§ What to work on: Recreate the entire listing that appears below, exactly.

§ Materials provided:
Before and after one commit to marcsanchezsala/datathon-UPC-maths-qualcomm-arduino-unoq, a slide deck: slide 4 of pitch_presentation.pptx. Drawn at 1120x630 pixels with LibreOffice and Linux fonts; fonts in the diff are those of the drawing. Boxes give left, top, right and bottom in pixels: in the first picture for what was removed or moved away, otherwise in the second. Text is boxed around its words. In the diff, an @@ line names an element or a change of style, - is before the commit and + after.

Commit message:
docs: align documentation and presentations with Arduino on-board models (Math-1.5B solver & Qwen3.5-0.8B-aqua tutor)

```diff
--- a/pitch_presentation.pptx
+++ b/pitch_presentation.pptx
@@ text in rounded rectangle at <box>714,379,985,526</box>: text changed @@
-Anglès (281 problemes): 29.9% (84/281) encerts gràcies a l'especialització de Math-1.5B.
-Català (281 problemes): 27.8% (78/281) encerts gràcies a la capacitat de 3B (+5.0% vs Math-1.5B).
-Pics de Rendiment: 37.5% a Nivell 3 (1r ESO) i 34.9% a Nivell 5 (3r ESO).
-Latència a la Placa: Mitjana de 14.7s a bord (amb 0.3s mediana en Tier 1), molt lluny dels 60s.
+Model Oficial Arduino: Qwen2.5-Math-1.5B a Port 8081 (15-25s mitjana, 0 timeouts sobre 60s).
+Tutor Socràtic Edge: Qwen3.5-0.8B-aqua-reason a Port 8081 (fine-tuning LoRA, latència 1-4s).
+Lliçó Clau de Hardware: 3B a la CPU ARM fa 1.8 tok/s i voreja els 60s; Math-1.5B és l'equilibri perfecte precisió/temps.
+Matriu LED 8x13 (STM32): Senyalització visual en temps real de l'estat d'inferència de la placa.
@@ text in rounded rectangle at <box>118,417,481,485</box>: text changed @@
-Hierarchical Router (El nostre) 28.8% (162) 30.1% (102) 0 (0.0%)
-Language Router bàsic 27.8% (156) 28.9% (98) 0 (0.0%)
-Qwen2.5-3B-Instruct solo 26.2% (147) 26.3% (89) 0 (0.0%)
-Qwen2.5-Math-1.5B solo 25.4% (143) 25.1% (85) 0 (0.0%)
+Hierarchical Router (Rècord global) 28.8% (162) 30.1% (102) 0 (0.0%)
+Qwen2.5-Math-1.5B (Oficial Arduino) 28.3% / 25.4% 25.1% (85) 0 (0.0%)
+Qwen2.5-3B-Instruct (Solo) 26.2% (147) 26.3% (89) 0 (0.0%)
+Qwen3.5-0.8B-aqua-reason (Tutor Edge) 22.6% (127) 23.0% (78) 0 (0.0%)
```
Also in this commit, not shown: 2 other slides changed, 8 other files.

§ Result below:
Before and after one commit to marcsanchezsala/datathon-UPC-maths-qualcomm-arduino-unoq, a slide deck: slide 4 of pitch_presentation.pptx. Drawn at 1120x630 pixels with LibreOffice and Linux fonts; fonts in the diff are those of the drawing. Boxes give left, top, right and bottom in pixels: in the first picture for what was removed or moved away, otherwise in the second. Text is boxed around its words. In the diff, an @@ line names an element or a change of style, - is before the commit and + after.

Commit message:
docs: align documentation and presentations with Arduino on-board models (Math-1.5B solver & Qwen3.5-0.8B-aqua tutor)

```diff
--- a/pitch_presentation.pptx
+++ b/pitch_presentation.pptx
@@ text in rounded rectangle at <box>714,379,985,526</box>: text changed @@
-Anglès (281 problemes): 29.9% (84/281) encerts gràcies a l'especialització de Math-1.5B.
-Català (281 problemes): 27.8% (78/281) encerts gràcies a la capacitat de 3B (+5.0% vs Math-1.5B).
-Pics de Rendiment: 37.5% a Nivell 3 (1r ESO) i 34.9% a Nivell 5 (3r ESO).
-Latència a la Placa: Mitjana de 14.7s a bord (amb 0.3s mediana en Tier 1), molt lluny dels 60s.
+Model Oficial Arduino: Qwen2.5-Math-1.5B a Port 8081 (15-25s mitjana, 0 timeouts sobre 60s).
+Tutor Socràtic Edge: Qwen3.5-0.8B-aqua-reason a Port 8081 (fine-tuning LoRA, latència 1-4s).
+Lliçó Clau de Hardware: 3B a la CPU ARM fa 1.8 tok/s i voreja els 60s; Math-1.5B és l'equilibri perfecte precisió/temps.
+Matriu LED 8x13 (STM32): Senyalització visual en temps real de l'estat d'inferència de la placa.
@@ text in rounded rectangle at <box>118,417,481,485</box>: text changed @@
-Hierarchical Router (El nostre) 28.8% (162) 30.1% (102) 0 (0.0%)
-Language Router bàsic 27.8% (156) 28.9% (98) 0 (0.0%)
-Qwen2.5-3B-Instruct solo 26.2% (147) 26.3% (89) 0 (0.0%)
-Qwen2.5-Math-1.5B solo 25.4% (143) 25.1% (85) 0 (0.0%)
+Hierarchical Router (Rècord global) 28.8% (162) 30.1% (102) 0 (0.0%)
+Qwen2.5-Math-1.5B (Oficial Arduino) 28.3% / 25.4% 25.1% (85) 0 (0.0%)
+Qwen2.5-3B-Instruct (Solo) 26.2% (147) 26.3% (89) 0 (0.0%)
+Qwen3.5-0.8B-aqua-reason (Tutor Edge) 22.6% (127) 23.0% (78) 0 (0.0%)
```
Also in this commit, not shown: 2 other slides changed, 8 other files.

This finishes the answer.